High thermal stability of electric field-induced strain in (1−x)(Bi_0.5Na_0.5)TiO₃-xBa_0.85Ca_0.15Ti_0.9Zr_0.1O₃ lead-free ferroelectrics

In ferroelectric materials high electric field-induced strain (EFIS) with good thermal stability is of much interest from both fundamental research and potential applications. Here we propose a strategy to achieve high thermally stable EFIS based on electrostrictive effect and thermal stability of polarization.
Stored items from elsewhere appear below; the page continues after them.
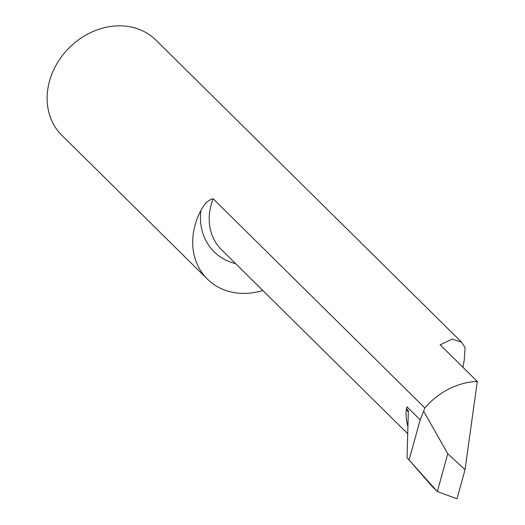 <?xml version="1.0" encoding="UTF-8"?>
<svg xmlns="http://www.w3.org/2000/svg" width="525" height="525" viewBox="0 0 525 525"><rect width="100%" height="100%" fill="white"/><g stroke="black" fill="none" stroke-linecap="round" stroke-linejoin="round"><path stroke-width="0.79" d="M235.574 263.589A62.127 52.211 -45.3 0 1 200.872 210.518L201.423 209.514C204.678 203.339 208.596 199.762 213.176 198.785A55.433 46.581 134.7 0 0 209.705 211.864A55.433 46.581 134.7 0 0 221.386 249.565L407.722 433.709M409.159 459.756L420.177 419.862L423.662 411.239L447.766 453.751L437.325 491.558L432.318 486.603L407.052 457.669L437.325 491.558L457.012 498.75L465.038 469.685L477.284 381.465L440.108 344.728A66.911 56.228 -45.3 0 1 440.442 344.715L452.228 339.104L461.56 342.162L155.886 40.084A66.911 56.228 134.7 0 0 91.639 32.13A66.911 56.228 134.7 0 0 47.716 89.762A66.911 56.228 134.7 0 0 61.825 135.266L207.414 279.142A66.911 56.228 134.7 0 0 262.795 290.489M462.978 367.329L464.271 359.881L465.117 347.602L461.56 342.162M407.918 426.562A55.433 46.581 -45.3 0 1 406.337 408.699L406.658 409.014L406.921 406.763L420.177 419.862M477.284 381.465A66.911 56.228 134.7 0 0 424.85 407.964A55.433 46.581 134.7 0 0 423.662 411.239M424.85 407.964L213.176 198.785M407.052 457.669L408.365 410.668L406.619 408.949M465.038 469.685L447.766 453.751M200.872 210.518A66.911 56.228 134.7 0 0 207.414 279.142M408.319 412.197L406.337 408.699"/></g></svg>
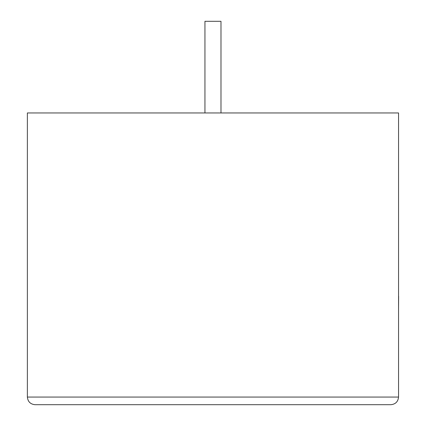 <?xml version="1.0" encoding="UTF-8"?>
<svg xmlns="http://www.w3.org/2000/svg" width="426" height="426" viewBox="0 0 426 426"><rect width="100%" height="100%" fill="white"/><g stroke="black" fill="none" stroke-linecap="round" stroke-linejoin="round"><path stroke-width="0.64" d="M220.982 112.949L220.982 21.3L204.943 21.3L204.943 112.949M390.914 404.7C395.52 404.215 398.065 401.67 398.55 397.064L398.55 112.949L27.37 112.949L27.37 397.064L398.55 397.064C398.065 401.67 395.52 404.215 390.914 404.7L35.012 404.7C30.406 404.215 27.855 401.67 27.37 397.064C27.855 401.67 30.406 404.215 35.012 404.7M398.55 296.198L398.55 238.491M398.63 296.198L398.55 310.006"/></g></svg>
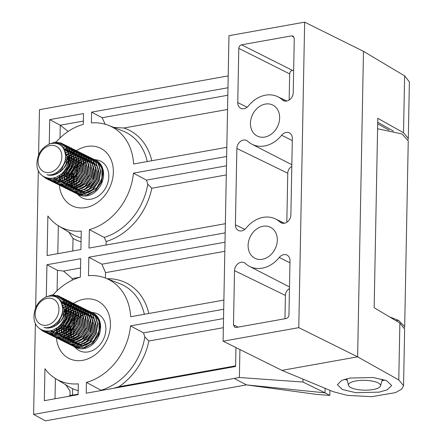 <?xml version="1.0" encoding="UTF-8"?>
<svg xmlns="http://www.w3.org/2000/svg" width="443" height="443" viewBox="0 0 443 443"><rect width="100%" height="100%" fill="white"/><g stroke="black" fill="none" stroke-linecap="round" stroke-linejoin="round"><path stroke-width="0.66" d="M381.949 380.825A27.145 8.317 -178.9 0 0 384.923 380.005M349.87 378.062L373.156 377.508L386.512 380.62L391.651 385.499L387.21 389.846L379.147 392.133L355.862 392.692L342.505 389.574L337.367 384.701L341.808 380.349L349.87 378.062M248.108 245.383A17.332 13.844 -63.6 0 0 255.002 258.302A17.332 13.844 -63.6 0 0 269.66 255.81A17.332 13.844 -63.6 0 0 277.296 240.161A17.332 13.844 -63.6 0 0 270.407 227.242A17.332 13.844 -63.6 0 0 255.744 229.734A17.332 13.844 -63.6 0 0 248.108 245.383M250.456 123.176A17.332 13.844 -63.6 0 0 257.344 136.095A17.332 13.844 -63.6 0 0 272.008 133.603A17.332 13.844 -63.6 0 0 279.644 117.96A17.332 13.844 -63.6 0 0 272.75 105.041A17.332 13.844 -63.6 0 0 258.092 107.533A17.332 13.844 -63.6 0 0 250.456 123.176M403.551 385.67L404.636 329.088L399.868 323.047L398.772 379.939L403.551 385.67L401.663 389.17L395.449 392.631L371.699 396.679L347.29 395.366L333.18 391.667L281.942 370.376L357.623 356.842L363.487 51.338L404.614 75.853L403.523 132.745L377.79 118.303L374.152 307.719L399.868 323.047M233.483 324.907L234.796 327.316L236.13 327.477L286.195 318.528C287.828 318.041 288.747 316.861 288.958 314.99L289.999 260.733A7.592 6.064 -63.6 0 0 287.042 255.107A7.592 6.064 -63.6 0 0 279.278 257.455A29.011 23.169 116.4 0 1 249.614 266.431A29.011 23.169 116.4 0 1 245.444 263.507A7.592 6.064 -63.6 0 0 244.353 262.743A7.592 6.064 -63.6 0 0 237.902 263.773A7.592 6.064 -63.6 0 0 234.524 270.651L233.483 324.907L238.162 327.117M284.965 318.744L285.414 295.431A6.778 5.416 116.4 0 1 289.462 288.598M286.82 222.259L287.762 173.23A6.778 5.416 116.4 0 1 291.81 166.396M236.872 148.449L235.405 224.811A7.592 6.064 -63.6 0 0 238.489 230.498A7.592 6.064 -63.6 0 0 246.125 228.084A29.011 23.169 116.4 0 1 275.308 218.87A29.011 23.169 116.4 0 1 279.959 222.037A7.592 6.064 -63.6 0 0 281.178 222.862A7.592 6.064 -63.6 0 0 290.879 214.888L292.347 138.532A7.592 6.064 -63.6 0 0 289.39 132.906A7.592 6.064 -63.6 0 0 281.626 135.253A29.011 23.169 116.4 0 1 251.962 144.23A29.011 23.169 116.4 0 1 247.792 141.306A7.592 6.064 -63.6 0 0 246.701 140.536A7.592 6.064 -63.6 0 0 240.25 141.572A7.592 6.064 -63.6 0 0 236.872 148.449L287.762 173.23M289.163 100.057L289.667 73.903L238.794 48.353L237.753 102.604A7.592 6.064 -63.6 0 0 240.837 108.297A7.592 6.064 -63.6 0 0 248.473 105.883A29.011 23.169 116.4 0 1 277.656 96.668A29.011 23.169 116.4 0 1 282.307 99.83A7.592 6.064 -63.6 0 0 283.526 100.661A7.592 6.064 -63.6 0 0 293.227 92.687L294.268 38.43L293.028 36.06L291.621 35.861L241.557 44.815L292.43 70.365A3.212 2.542 -63.3 0 0 289.667 73.903M238.794 48.353C239.004 46.476 239.923 45.297 241.557 44.815M292.43 70.365L293.659 70.144M228.97 35.684L223.1 341.188L298.781 327.654L304.651 22.15L228.97 35.684M304.651 22.15L363.487 51.338M298.781 327.654L357.623 356.842L398.772 379.939M408.069 139.672L408.296 138.476L403.523 132.745M408.296 138.476L409.382 81.894L404.614 75.853M377.685 123.802L389.076 130.192M393.467 131.111L377.713 122.274M344.576 379.324A27.145 8.317 -178.9 0 0 347.246 380.16M223.1 341.188L281.942 370.376M45.407 297.17L52.324 294.844L58.736 296.035L63.504 300.321L65.985 308.256A19.259 15.383 116.4 0 1 61.095 323.955C51.997 336.01 34.355 331.923 33.967 317.437C34.083 307.22 38.48 300.238 47.163 296.483C56.095 294.634 61.245 298.543 62.618 308.217C63.443 318.473 52.999 329.631 43.979 327.438C54.052 330.866 65.941 319.198 65.985 308.256M47.661 296.334L57.446 295.542L59.091 296.206L64.196 301.052L66.328 308.428C66.572 313.937 64.828 319.115 61.095 323.955M60.265 296.882L61.511 297.408L65.974 301.594L68.41 309.458L66.467 319.613L60.303 327.953L51.371 332.3L43.181 331.32L39.416 328.512M54.362 296.295L60.082 296.816M61.511 297.408L66.622 302.253L68.754 309.629L67.081 319.137L61.477 327.371L53.382 332.095L44.915 332.023L43.187 331.32M62.69 298.084L63.936 298.61L68.488 302.934L70.83 310.659L68.515 321.601L60.99 330.478L52.302 333.684L45.607 332.521L44.427 331.857M56.992 297.469L61.178 297.652M61.367 297.696L62.496 298.017M63.936 298.61L69.042 303.455L71.179 310.831L69.507 320.339L63.897 328.573L55.807 333.297L47.335 333.225L45.607 332.521M65.11 299.285L66.356 299.811L71.473 305.111L73.25 311.861L71.672 321.142L64.434 330.932L55.99 334.742L48.032 333.723L46.847 333.058M58.681 298.776L62.192 298.637M62.397 298.654L63.593 298.848M63.792 298.898L64.927 299.219M66.356 299.811L71.467 304.657L73.599 312.033L71.932 321.54L66.323 329.775L58.227 334.498L49.76 334.426L48.032 333.723M68.46 300.858L73.544 305.676L75.681 313.063L73.787 323.085L67.596 331.519L58.919 335.855L50.452 334.925L49.273 334.26M59.96 300.221L63.133 299.784M63.349 299.778L64.612 299.833M64.822 299.856L66.018 300.055M66.212 300.099L67.347 300.42M67.535 300.487L68.781 301.013L73.892 305.858L76.024 313.234L74.352 322.742L68.748 330.976L60.652 335.7L52.18 335.628L50.452 334.925M69.955 301.689L71.201 302.215L76.041 307.005L78.101 314.264L76.412 323.816L68.87 333.64L59.534 337.289L52.878 336.126L51.693 335.462M60.984 301.855L63.986 301.107M64.213 301.079L65.553 300.985M65.774 300.98L67.037 301.041M67.247 301.057L68.443 301.257M68.637 301.301L69.772 301.622M71.201 302.215L76.312 307.06L78.444 314.436L76.777 323.944L71.168 332.178L63.072 336.901L54.605 336.83L52.878 336.126M72.381 302.89L73.627 303.422L78.538 308.35L80.521 315.466L78.621 325.522L72.381 333.978L63.637 338.28L55.297 337.328L54.118 336.663M65.082 303.571L61.793 303.721L64.733 302.647M64.977 302.586L66.406 302.309M66.638 302.281L67.978 302.187M68.194 302.181L69.462 302.242M69.667 302.259L70.869 302.458M71.063 302.503L72.192 302.824M73.627 303.422L78.738 308.262L80.87 315.637L79.197 325.145L73.593 333.38L65.498 338.103L57.025 338.031L55.297 337.328M74.801 304.092L76.046 304.623L80.897 309.435L82.946 316.673L81.263 326.198L75.155 334.88L66.3 339.443L57.723 338.53L56.543 337.865M52.191 327.244L52.113 326.203M62.374 305.963L65.354 304.435M65.619 304.335L67.153 303.848M67.402 303.787L68.831 303.51M69.058 303.483L70.404 303.389M70.62 303.383L71.888 303.444M72.093 303.466L73.289 303.66M73.483 303.704L74.618 304.025M76.046 304.623L81.158 309.463L83.29 316.839L81.623 326.347L76.013 334.581L67.917 339.305L59.451 339.233L57.723 338.53M77.226 305.293L78.472 305.825L83.24 310.499L85.366 317.869L83.461 327.947L77.497 336.154L68.46 340.695L60.143 339.731L58.963 339.067M54.506 326.281L54.572 324.719M62.635 308.754L65.808 306.567M66.101 306.406L67.773 305.637M68.039 305.537L69.579 305.05M69.822 304.989L71.257 304.712M71.484 304.684L72.829 304.59M73.04 304.585L74.308 304.646M74.513 304.668L75.709 304.862M75.908 304.906L77.038 305.227M78.472 305.825L83.583 310.665L85.715 318.041L84.043 327.549L78.439 335.783L70.343 340.506L61.87 340.434L60.143 339.731M79.646 306.495L80.892 307.027L85.626 311.65L87.792 319.071L86.512 327.576L81.169 336.176L70.897 341.891L62.568 340.933L61.389 340.268M57.103 330.212L56.931 327.853M57.125 324.653L57.679 321.839M62.192 312.88L65.918 309.269M66.356 308.948L68.233 307.769M68.527 307.608L70.199 306.838M70.465 306.739L72.004 306.251M72.248 306.191L73.682 305.914M73.903 305.886L75.249 305.792M75.465 305.786L76.733 305.847M76.938 305.869L78.134 306.063M78.328 306.107L79.469 306.434M80.892 307.027L86.003 311.866L88.135 319.242L86.468 328.75L80.859 336.985L72.763 341.714L64.296 341.636L62.568 340.933M82.071 307.697L83.317 308.228L88.124 312.98L90.211 320.272L88.318 330.328L82.127 338.74L73.328 343.092L64.988 342.134L63.809 341.47M59.523 331.403L59.356 329.143M59.356 328.717L59.583 325.616M60.591 321.402L64.999 313.622M66.173 312.359L68.438 310.399M68.776 310.15L70.658 308.97M70.946 308.81L72.624 308.04M72.89 307.94L74.43 307.453M74.668 307.392L76.102 307.115M76.329 307.088L77.669 306.993M77.885 306.988L79.153 307.049M79.358 307.071L80.565 307.265M80.753 307.309L81.883 307.63M83.317 308.228L88.428 313.068L90.56 320.444L88.888 329.952L83.284 338.186L75.188 342.915L66.716 342.838L64.988 342.134M84.491 308.898L85.743 309.43L90.322 313.794L92.637 321.48L89.89 333.263L82.309 341.625L73.859 344.516L67.414 343.336L66.234 342.672M61.942 332.61L61.782 330.345M61.776 329.908L61.998 326.856M62.098 326.236L68.156 314.009M68.593 313.561L70.858 311.601M71.201 311.351L73.078 310.172M73.372 310.011L75.05 309.242M75.31 309.142L76.849 308.655M77.093 308.594L78.522 308.317M78.749 308.289L80.094 308.195M80.31 308.19L81.578 308.25M81.783 308.273L82.974 308.466M83.173 308.511L84.303 308.832M85.743 309.43L90.848 314.27L92.98 321.646L91.313 331.154L85.704 339.388L77.608 344.117L69.141 344.039L67.414 343.336M86.917 310.1L88.163 310.632L93.013 315.455L95.057 322.676L93.301 332.388L86.103 341.858L77.68 345.579L69.833 344.538L68.654 343.873M64.368 333.806L64.202 331.547M64.202 331.109L64.423 328.058M64.523 327.416L70.57 315.222M71.018 314.763L73.283 312.802M73.621 312.553L75.509 311.368M75.792 311.213L77.475 310.443M77.735 310.344L79.275 309.856M79.513 309.795L80.947 309.519M81.174 309.491L82.514 309.397M82.736 309.391L83.993 309.452M84.203 309.474L85.399 309.668M85.599 309.712L86.734 310.034M88.163 310.632L93.274 315.471L95.406 322.847L93.733 332.355L88.129 340.589L80.033 345.318L71.561 345.247L69.833 344.538M89.336 311.302L90.588 311.833L95.317 316.457L97.482 323.877L95.61 333.878L89.425 342.334L79.419 346.863L72.259 345.739L71.079 345.075M66.788 335.008L66.627 332.748M66.622 332.305L66.843 329.26M66.943 328.623L72.99 316.424M73.438 315.964L75.709 313.998M76.046 313.755L77.929 312.57M78.217 312.415L79.895 311.645M80.155 311.545L81.7 311.058M81.938 310.997L83.367 310.726M83.6 310.693L84.934 310.598M85.156 310.593L86.418 310.654M86.629 310.676L87.825 310.87M88.019 310.914L89.154 311.235M90.588 311.833L95.694 316.673L97.825 324.049L96.159 333.557L90.549 341.791L82.453 346.52L73.987 346.448L72.259 345.739M75.293 347.223A19.259 15.383 -63.6 0 0 92.626 344.383A19.259 15.383 -63.6 0 0 100.594 325.422A19.259 15.383 -63.6 0 0 93.539 313.312A19.259 15.383 -63.6 0 0 92.991 313.024L97.814 317.781L99.902 325.079L98.025 335.069L91.867 343.513L83.146 347.882L74.679 346.941L73.499 346.276M93.539 313.312C97.615 315.809 99.852 319.791 100.251 325.251L98.579 334.758L92.975 342.993L84.879 347.722L76.412 347.65L74.684 346.941M92.991 313.024A19.259 15.383 -63.6 0 0 91.74 312.487M91.546 312.42A19.259 15.383 -63.6 0 0 90.411 312.088M90.211 312.038A19.259 15.383 -63.6 0 0 89.735 311.944A19.259 15.383 -63.6 0 0 89.004 311.828M88.799 311.806A19.259 15.383 -63.6 0 0 87.52 311.722M87.299 311.722A19.259 15.383 -63.6 0 0 85.959 311.789M85.721 311.811A19.259 15.383 -63.6 0 0 84.292 312.044M84.048 312.099A19.259 15.383 -63.6 0 0 82.514 312.536M82.254 312.625A19.259 15.383 -63.6 0 0 80.587 313.323M80.299 313.461A19.259 15.383 -63.6 0 0 79.812 313.71L79.613 313.827A19.259 15.383 -63.6 0 0 78.45 314.524M44.256 331.746L42.318 330.196M46.681 332.948L45.729 332.261M45.574 332.139L44.139 330.783M49.107 334.149L48.154 333.463M47.994 333.341L47.102 332.538M46.958 332.4L45.795 331.071M50.02 327.776L49.898 327.078M58.797 338.956L57.845 338.275M61.223 340.158L60.27 339.476M60.115 339.349L59.218 338.552M63.642 341.359L62.69 340.678M62.535 340.551L61.638 339.753M59.224 331.569L59.102 330.583M66.062 342.561L65.115 341.88M64.96 341.752L64.063 340.955M68.488 343.762L67.535 343.081M67.38 342.954L66.483 342.157M70.913 344.97L69.961 344.283M69.806 344.156L68.909 343.358M73.339 346.171L72.381 345.485M72.231 345.363L71.329 344.56M58.908 308.178A14.126 11.28 -63.6 0 0 46.033 298.604A14.126 11.28 -63.6 0 0 35.202 315.3A14.126 11.28 -63.6 0 0 48.077 324.874A14.126 11.28 -63.6 0 0 58.908 308.178M74.335 346.769L76.434 348.674A20.544 16.408 -63.6 0 0 95.943 348.48A20.544 16.408 -63.6 0 0 105.827 327.161A20.544 16.408 -63.6 0 0 94.243 312.78L91.336 312.237M91.729 312.542A20.544 16.408 -63.6 0 0 90.953 312.564A20.544 16.408 116.4 0 1 91.729 312.542M90.793 312.57A20.544 16.408 -63.6 0 0 89.746 312.669A20.544 16.408 116.4 0 1 90.793 312.57M89.558 312.692A20.544 16.408 -63.6 0 0 88.334 312.913A20.544 16.408 116.4 0 1 89.558 312.692M88.113 312.963A20.544 16.408 -63.6 0 0 86.756 313.339A20.544 16.408 116.4 0 1 88.113 312.963M86.518 313.422A20.544 16.408 -63.6 0 0 85.017 314.004A20.544 16.408 116.4 0 1 86.518 313.422M84.757 314.126A20.544 16.408 -63.6 0 0 83.09 314.99A20.544 16.408 116.4 0 1 84.757 314.126M82.802 315.156A20.544 16.408 -63.6 0 0 80.897 316.452A20.544 16.408 116.4 0 1 82.802 315.156M80.554 316.723A20.544 16.408 -63.6 0 0 78.212 318.86A20.544 16.408 116.4 0 1 80.554 316.723M77.746 319.364A20.544 16.408 -63.6 0 0 71.81 330.999A20.544 16.408 116.4 0 1 77.746 319.364M71.672 331.68A20.544 16.408 -63.6 0 0 71.312 334.836A20.544 16.408 116.4 0 1 71.677 331.68M71.29 335.434A20.544 16.408 116.4 0 1 71.295 335.279A20.544 16.408 -63.6 0 0 71.351 337.516M78.123 314.74A19.259 15.383 -63.6 0 0 75.952 316.44M75.543 316.817A19.259 15.383 -63.6 0 0 72.259 320.688M69.617 325.865A19.259 15.383 -63.6 0 0 68.399 330.794M68.333 331.358A19.259 15.383 -63.6 0 0 68.222 334.105M68.239 334.515A19.259 15.383 -63.6 0 0 68.277 335.135A19.259 15.383 -63.6 0 0 68.449 336.625M68.504 336.951A19.259 15.383 -63.6 0 0 68.903 338.707M68.981 338.973A19.259 15.383 -63.6 0 0 69.174 339.571M73.87 346.348L73.101 345.645A19.259 15.383 -63.6 0 0 74.009 346.387M74.164 346.504A19.259 15.383 -63.6 0 0 75.127 347.129M69.872 335.822L70.426 326.092L75.476 317.282M84.342 345.546L79.829 345.374M79.308 345.252L76.883 344.3M73.909 341.968L73.499 341.487M72.979 340.8L72.347 339.809M72.203 339.554L71.445 337.887M71.334 337.588L70.797 335.628M70.725 335.257L70.476 332.809M70.47 332.322L70.825 328.717M71.013 327.853L74.867 320.09M75.432 319.436L78.062 317.044M78.444 316.778L80.526 315.566M80.853 315.416L82.736 314.74M83.035 314.663L84.818 314.364M85.117 314.342L86.889 314.386M87.188 314.425L89.043 314.873M89.37 314.995L91.513 316.164M91.9 316.463L94.713 320.029M95.245 321.28L96.065 325.406L94.652 333.252L89.979 340.041L83.805 343.762M82.381 344.145L77.403 344.172M76.872 344.045L74.457 343.098M73.604 342.589L72.53 341.774M71.484 340.767L71.074 340.285M70.553 339.598L69.928 338.607M69.784 338.352L69.025 336.686M68.909 336.381L68.372 334.426M68.3 334.05L68.056 331.608M68.045 331.12L68.399 327.515M68.593 326.652L72.43 318.905M73.006 318.235L75.642 315.842M76.019 315.577L78.106 314.364M78.428 314.214L80.31 313.539M80.609 313.461L82.404 313.162M82.691 313.14L84.463 313.184M84.763 313.223L86.623 313.672M86.95 313.794L89.076 314.951M89.475 315.261L92.299 318.849M92.825 320.079L93.645 324.204L92.227 332.051L87.559 338.84L81.385 342.561M79.939 342.943L74.983 342.971M74.452 342.843L72.037 341.896M71.716 341.719L70.105 340.573M69.878 340.374L68.654 339.083M68.133 338.397L67.502 337.405M67.358 337.14L66.6 335.484M66.489 335.174L65.952 333.225M65.88 332.848L65.63 330.406M65.625 329.924L65.979 326.308M66.168 325.444L70.011 317.703M70.587 317.033L73.211 314.646M73.599 314.375L75.687 313.162M76.008 313.013L77.89 312.337M78.189 312.26L79.978 311.961M80.272 311.938L82.049 311.983M82.343 312.022L84.198 312.47M84.524 312.592L86.651 313.749M87.055 314.059L89.868 317.62M90.4 318.877L91.219 323.002L89.807 330.843L85.134 337.638L78.959 341.359M77.547 341.736L72.558 341.769M72.026 341.642L69.612 340.695M66.638 338.363L66.228 337.882M66.046 337.649L65.082 336.204M64.933 335.938L64.18 334.282M64.063 333.972L63.526 332.023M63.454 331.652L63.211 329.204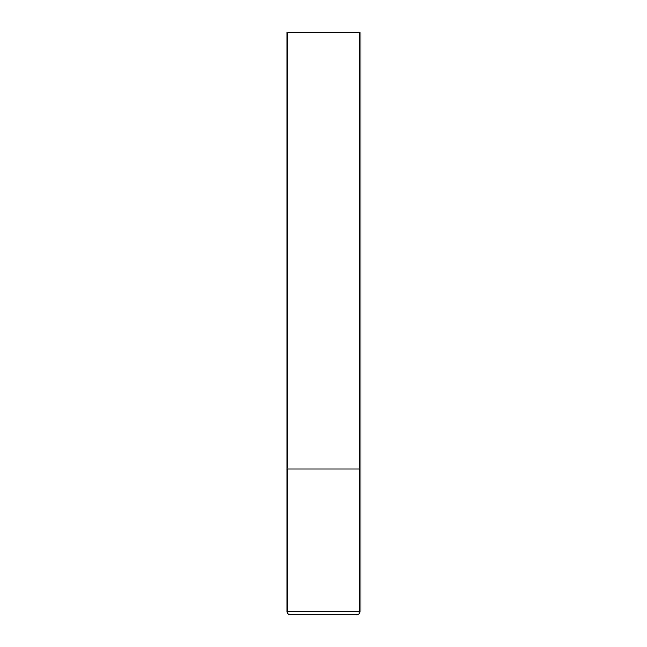 <?xml version="1.0" encoding="UTF-8"?>
<svg xmlns="http://www.w3.org/2000/svg" width="647" height="647" viewBox="0 0 647 647"><rect width="100%" height="100%" fill="white"/><g stroke="black" fill="none" stroke-linecap="round" stroke-linejoin="round"><path stroke-width="0.97" d="M359.894 611.738L359.894 469.075L287.106 469.075L359.894 469.075L359.894 32.35L287.106 32.35L287.106 611.738C287.26 613.493 288.23 614.464 290.018 614.65L356.982 614.65C358.77 614.464 359.74 613.493 359.894 611.738L287.106 611.738"/></g></svg>

According to this strategy, we synthesized (1−x)(Bi_0.5Na_0.5)TiO₃-xBa_0.85Ca_0.15Ti_0.9Zr_0.1O₃ (BNT-xBCZT) ferroelectric ceramics in order to tailor the thermal stability of dielectric permittivity, polarization and EFIS. A dielectric platform with a wide temperature region is induced by increasing x from 0.24 to 0.36 gradually. From 30 °C to 150 °C, a variation of 20% polarization results in a change of 36% EFIS, suggesting a good thermal stability as expect. Temperature-insensitive electrostrictive coefficient Q₃₃ ranges from 0.0264 m⁴/C² to 0.0314 m⁴/C². These results not only prove the effectiveness of this strategy, but also suggest that this strategy can be applied to other ferroelectric materials to improve the thermal stability.